The rate of G3 toxicity in our series was higher than in the Vienna, French, Seoul and Chiang Mai series. The mean D2cc bladder, rectum and sigmoid in our series was 75.5 ± 14.8 Gy₃, 58.5 ± 6.9 Gy₃ and 69.1 ± 14.4 Gy₃ respectively compared to the Vienna (95 ± 22 Gy3, 65 ± 12 Gy₃ and 62 ± 12 Gy₃) [17], French (64.2 ± 11.9 Gy₃, 67.2 ± 20 Gy₃ and 58.1 ± 8.9 Gy₃) and Chiang Mai (88.2 ± 7.2 Gy₃, 69.6 ± 6.6 Gy₃ and 72.0 ± 6.9 Gy₃) series. Possible explanations for our high toxicity rate include our lack of dose constraints for the sigmoid and bladder prior to 2008 (although 3 of the 4 patients with G3 toxicity were treated in 2008), our policy to give priority to optimization of tumor target dose and coverage compared to meeting OAR dose constraints, and variation in individual patient normal tissue radiosensitivity. Moreover, we found that the scope for dose adaptation with the CT-based intracavitary technique rather limited; 19 (48%) of our patients had OAR doses which exceeded at least one of the constraints despite optimization.
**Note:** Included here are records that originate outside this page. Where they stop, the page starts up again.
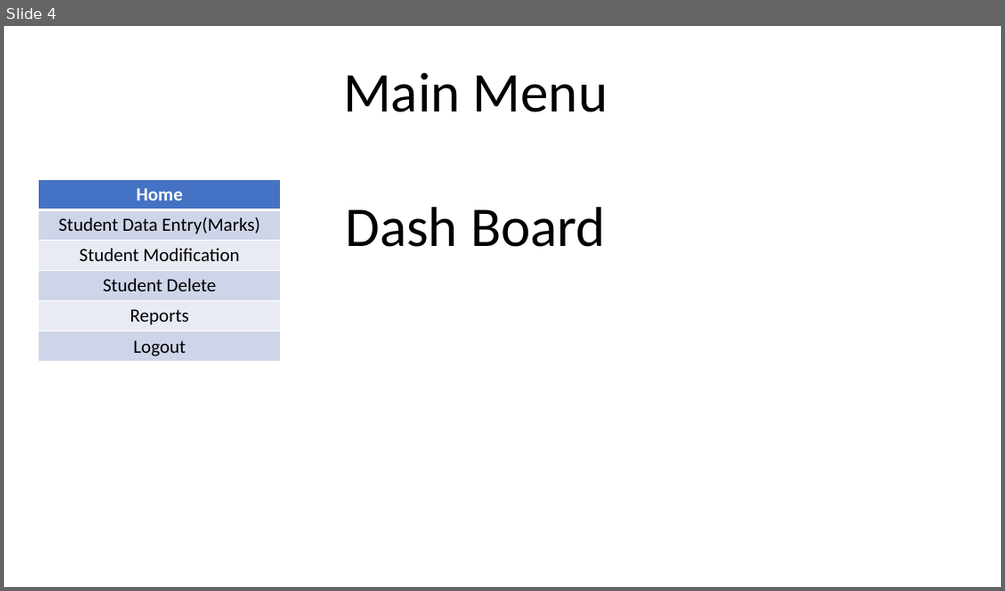
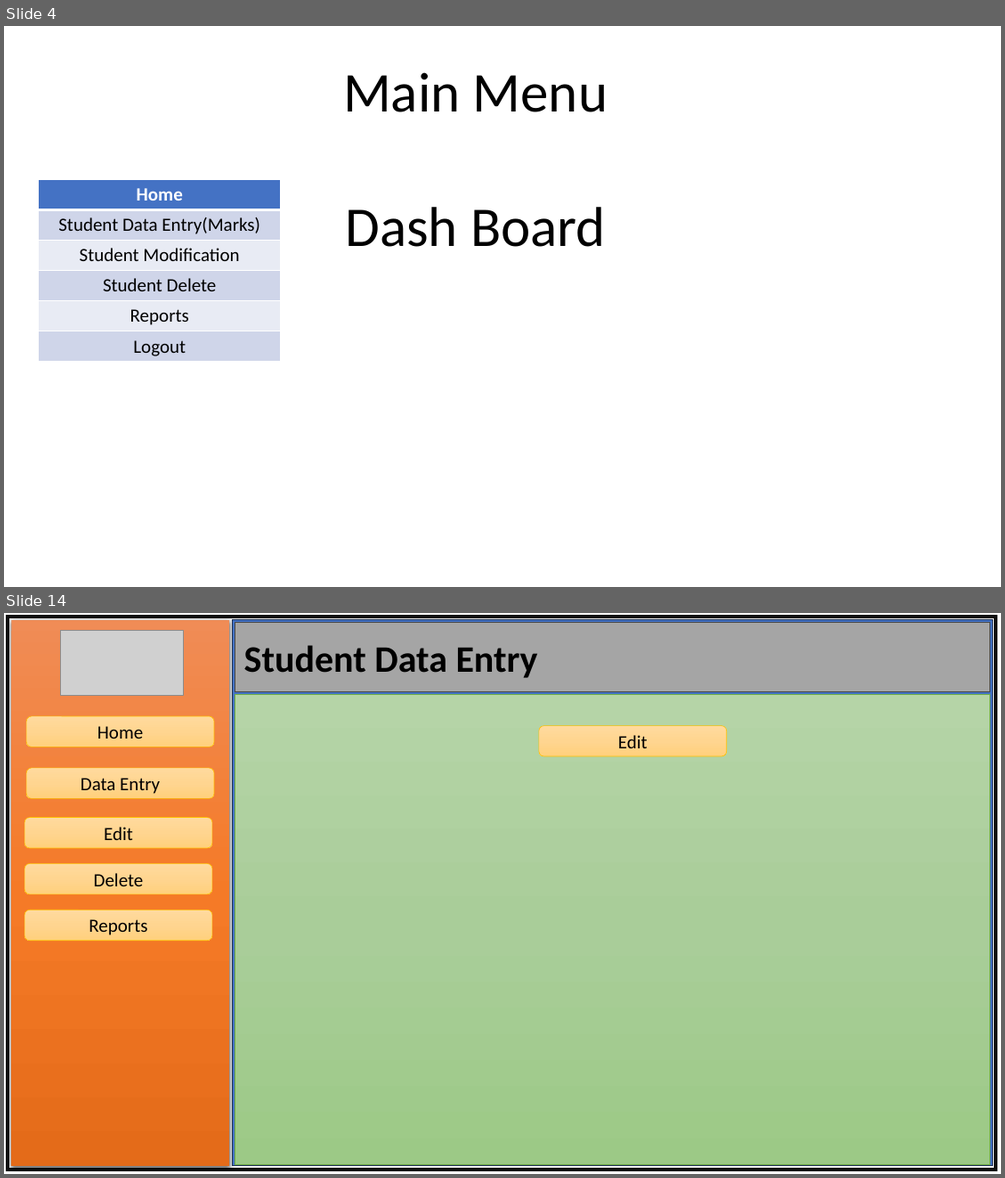
Before and after one commit to phanikumar1666/student_react_project, a slide deck: project.pptx. Shown one above the other, each under a label of ours: slide 4 before the commit, slides 4 and 14 after it; the slides between them are not shown. The pictures are 1005x591 and 1005x1178 pixels, drawn with LibreOffice and Linux fonts; fonts in the diff are those of the drawing; grey boxes stand for pictures. Boxes give left, top, right and bottom in pixels: in the first picture for what was removed or moved away, otherwise in the second. Text is boxed around its words. In the diff, an @@ line names an element or a change of style, - is before the commit and + after.

```diff
--- a/project.pptx
+++ b/project.pptx
@@ slide 14 added at (x1=4, y1=613, x2=1001, y2=1174), background #FFFFFF @@
@@ rectangle added at (x1=8, y1=617, x2=995, y2=1169), fill #F2F2F2, outline #0D0D0D 3 pt @@
@@ rectangle added at (x1=11, y1=620, x2=229, y2=1166), fill gradient #F18C57 to #F67B28 to #E56C19 @@
@@ picture added at (x1=61, y1=631, x2=183, y2=695) @@
@@ rectangle added at (x1=232, y1=620, x2=993, y2=1166), fill #4472C4, outline #1E3256 1 pt @@
@@ rectangle added at (x1=235, y1=623, x2=989, y2=691), fill #A5A5A5, outline #484848 1 pt @@
@@ text added at (x1=244, y1=645, x2=538, y2=678), 36 pt, text #000000, bold @@
+Student Data Entry
@@ rounded rectangle added at (x1=26, y1=716, x2=214, y2=747), fill gradient #FFDB9E to #FFD590 to #FFD07C, outline #FFC000 0.5 pt, 18 pt, text #000000 @@
+Home
@@ rectangle added at (x1=235, y1=695, x2=989, y2=1164), fill gradient #B5D5A7 to #AACE9A to #9CC987, outline #70AD47 0.5 pt @@
@@ rounded rectangle added at (x1=539, y1=726, x2=727, y2=756), fill gradient #FFDB9E to #FFD590 to #FFD07C, outline #FFC000 0.5 pt, 18 pt, text #000000 @@
+Edit
@@ rounded rectangle added at (x1=26, y1=768, x2=214, y2=798), fill gradient #FFDB9E to #FFD590 to #FFD07C, outline #FFC000 0.5 pt, 18 pt, text #000000 @@
+Data Entry
@@ rounded rectangle added at (x1=25, y1=817, x2=212, y2=848), fill gradient #FFDB9E to #FFD590 to #FFD07C, outline #FFC000 0.5 pt, 18 pt, text #000000 @@
+Edit
@@ rounded rectangle added at (x1=25, y1=863, x2=212, y2=894), fill gradient #FFDB9E to #FFD590 to #FFD07C, outline #FFC000 0.5 pt, 18 pt, text #000000 @@
+Delete
@@ rounded rectangle added at (x1=25, y1=910, x2=212, y2=941), fill gradient #FFDB9E to #FFD590 to #FFD07C, outline #FFC000 0.5 pt, 18 pt, text #000000 @@
+Reports
```
Also in this commit, not shown: 1 slide changed, 10 other slides added, 12 other files.
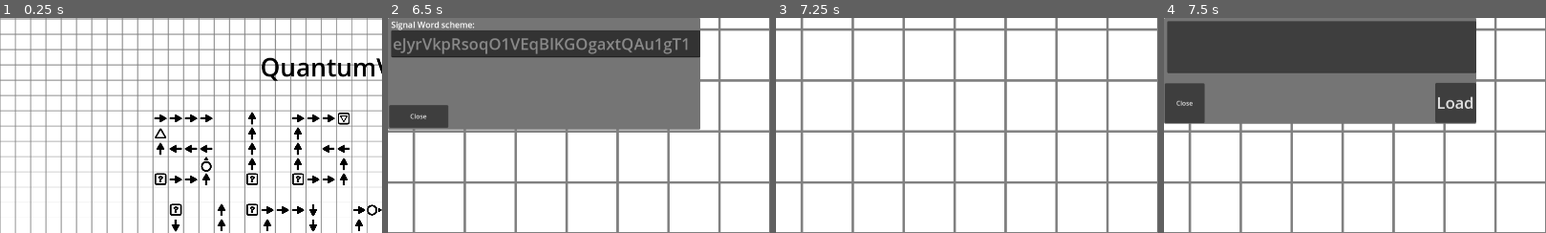
Above: before the commit, frames 1-4 (left to right).
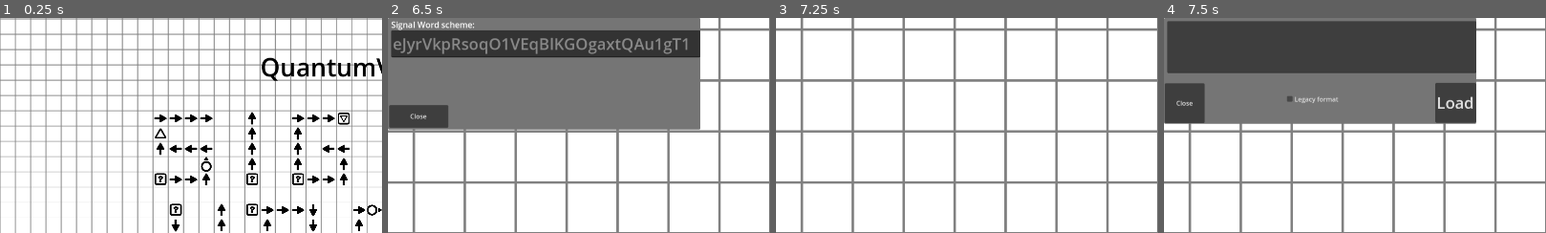
Above: after the commit, the same moments.

Repository: QuantumV2/SignalWorld
Game: Godot game, scene res://Scenes/TitleScreen.tscn
Two runs of this game, one before a commit and one after it. Both use one fixed random seed, a clock stepped at 60 frames per second and the inputs below.
Inputs (mouse positions are % of the whole screen's width and height, from its top left):
- Up to frame 1 (0.25 s): no input
- Up to frame 2 (6.5 s): click "START" at 0.5 s; tap Enter (enter) at 1.25 s; move the mouse to (72, 45) at 1.27 s; hold D (right) 1.28-2 s; hold Enter (enter) 1.28-2 s; click (72, 45) at 1.42 s; click "Wire" at 2 s; click "Right" at 2.75 s; click "Generator" at 3.5 s; click "Clear Grid" at 4.25 s; click "No Signal" at 5 s; click "Save" at 5.75 s
- Up to frame 3 (7.25 s): click "Pause" at 6.5 s
- Up to frame 4 (7.5 s): click "Load" at 7.25 s
The pictures show only the part of the screen within x 0-50%, y 0-50%; the shares and areas given below are measured in that part.

Frames 1-3 are identical in both runs. In frame 4, 0.2% of the frame differs, in the area x 32-46%, y 36-40%.

Commit message:
save format changes + fix logic gates flicker

Diff:
--- a/Scenes/game.tscn
+++ b/Scenes/game.tscn
@@ -344,13 +344,12 @@
 text = "Close"
 
 [node name="CheckBox" type="CheckBox" parent="OpenDialog/Control"]
-visible = false
 layout_mode = 0
 offset_left = 300.0
 offset_top = 184.355
 offset_right = 491.0
 offset_bottom = 215.355
-text = "Logic Arrows scheme"
+text = "Legacy format"
 
 [connection signal="mouse_entered" from="UI/Control/ColorRect" to="UI" method="_on_mouse_entered"]
 [connection signal="mouse_exited" from="UI/Control/ColorRect" to="UI" method="_on_mouse_exited"]
--- a/Scripts/GameHandler.gd
+++ b/Scripts/GameHandler.gd
@@ -122,24 +122,23 @@
 		var dir = dirs[i]
 		var nx = x + dir.x
 		var ny = y + dir.y
-
-		# Only consider cells pointing towards this cell
 		if is_valid_cell(nx, ny, curr_grid) and curr_grid[nx][ny]['rotation'] == (i * 90 + 180) % 360:
 			total_neighbors += 1
 			if curr_grid[nx][ny]['powered'] == 1:
 				powered_neighbors += 1
 
-	var output_dir = dirs[curr_cell['rotation'] / 90]
+	var output_dir = dirs[int(curr_cell['rotation'] / 90)]
 	var ox = x + output_dir.x
 	var oy = y + output_dir.y
 
-	if is_valid_cell(ox, oy, curr_grid) and curr_grid[ox][oy]['powered'] != 1 and powered_neighbors == total_neighbors:
-		next_grid[x][y]['powered'] = 3
-		next_grid[ox][oy]['powered'] = 3
+	if is_valid_cell(ox, oy, curr_grid) and powered_neighbors == total_neighbors:
+		next_grid[x][y]['powered'] = 1
+		next_grid[ox][oy]['powered'] = 1
 	else:
 		next_grid[x][y]['powered'] = 0
 
 	return next_grid
+
 func do_XOR_cell(curr_cell, x, y):
 	var powered_neighbors = 0
 	var dirs = [Vector2i.UP, Vector2i.RIGHT, Vector2i.DOWN, Vector2i.LEFT]
@@ -155,13 +154,13 @@
 			if curr_grid[nx][ny]['powered'] == 1:
 				powered_neighbors += 1
 
-	var output_dir = dirs[curr_cell['rotation'] / 90]
+	var output_dir = dirs[int(curr_cell['rotation'] / 90)]
 	var ox = x + output_dir.x
 	var oy = y + output_dir.y
 
-	if is_valid_cell(ox, oy, curr_grid) and curr_grid[ox][oy]['powered'] != 1 and powered_neighbors == 1:
-		next_grid[x][y]['powered'] = 3
-		next_grid[ox][oy]['powered'] = 3
+	if is_valid_cell(ox, oy, curr_grid) and powered_neighbors == 1:
+		next_grid[x][y]['powered'] = 1
+		next_grid[ox][oy]['powered'] = 1
 	else:
 		next_grid[x][y]['powered'] = 0
 
@@ -322,14 +321,25 @@
 	for x in range(curr_grid.size()):
 		for y in range(curr_grid[0].size()):
 			if curr_grid[x][y]['type'] != -1:
-				compresseddata['d'].append([[x,y], curr_grid[x][y]])
-			#else:
-				#compresseddata['e'].append([[x,y],curr_grid[x][y]['position']])
+				compresseddata['d'].append([[x,y], cell_to_array(curr_grid[x][y])])
 
 	var compressedstring = JSON.stringify(compresseddata)
 	return Marshalls.raw_to_base64(StringHelper.gzip_encode(compressedstring))
 
-func _on_open(_str) -> void:
+
+
+
+func array_to_cell(arr: Array) -> Dictionary:
+	return {
+		"position": StringHelper.string_to_vector2i(arr[0]),
+		"powered": arr[1],
+		"rotation": arr[2],
+		"type": arr[3],
+	}
+func cell_to_array(dict: Dictionary) -> Array:
+	return [dict['position'], dict['powered'], dict['rotation'], dict['type']]
+
+func legacy_format_open(_str):
 	var content = StringHelper.gzip_decode(Marshalls.base64_to_raw(_str)).get_string_from_utf8()
 
 	var json = JSON.new()
@@ -358,3 +368,34 @@
 		update_tiles(%CellMap, %ColorMap, next_grid)
 	else:
 		print("JSON Parse Error: ", json.get_error_message(), " in ", content, " at line ", json.get_error_line())
+func _on_open(_str) -> void:
+	if %OpenDialog.get_node("Control/CheckBox").button_pressed:
+		legacy_format_open(_str)
+		return
+	var content = StringHelper.gzip_decode(Marshalls.base64_to_raw(_str)).get_string_from_utf8()
+
+	var json = JSON.new()
+	var error = json.parse(content)
+
+	if error == OK:
+		var data = json.data
+		var json_size = data['s']
+		clear_tilemap()
+		curr_grid = []
+		curr_grid.resize(json_size[0])
+
+		for i in range(curr_grid.size()):
+			curr_grid[i] = []
+			curr_grid[i].resize(json_size[1])
+
+
+		for i in data['d']:
+			var cell = array_to_cell(i[1])
+			%CellMap.set_cell(cell['position'], 2, Global.CellTypesAtlCoords[int(cell['type'])], Global.RotationDict[int(cell['rotation'])])
+			%ColorMap.set_cell(cell['position'], 2, Global.PowerTypesAtl[int(cell['powered'])], 0)
+
+		curr_grid = create_tilemap_array(%CellMap, %ColorMap)
+		next_grid = curr_grid.duplicate(true)
+		update_tiles(%CellMap, %ColorMap, next_grid)
+	else:
+		print("JSON Parse Error: ", json.get_error_message(), " in ", content, " at line ", json.get_error_line())

In January 2009, we implemented MRI-based IGBT for all patients with cervix cancer, combined with interstitial BT for selected patients. More recently, we have implemented a policy of differential doses depending on tumor size and stage. Patients in whom the HR-CTV can be adequately covered with intracavitary BT alone are given lower doses (3 fractions, D90 HR-CTV ≥ 80 Gy₁₀, point A dose ≥ 70 Gy₁₀) with lower OAR dose constraints (D2cc bladder ≤ 90 Gy₃, rectum ≤ 70 Gy₃ and sigmoid ≤ 70 Gy₃). Those who require additional interstitial BT for adequate tumor coverage are given higher doses (4 fractions, D90 HR-CTV ≥ 90 Gy₁₀, point A dose ≥ 84 Gy₁₀) with higher OAR constraints (D2cc bladder ≤ 95 Gy₃, rectum ≤ 75 Gy₃ and sigmoid ≤ 75 Gy₃). The priority for the first group is to meet OAR dose constraints while for the second group, it is to ensure adequate tumor coverage. It is hoped that this differential approach will reduce the late toxicity rate in our patients while maintaining the high LC rate.

Conclusion

CT-based IGBT improves local control compared to conventional BT, particularly for small tumors. For large tumors, the results of a CTbased intracavitary technique are inferior to MRI-based IGBT with a combined intracavitary and interstitial technique as reported in the literature. This is most likely because the scope for dose adaptation with a CT-based intracavitary technique is limited.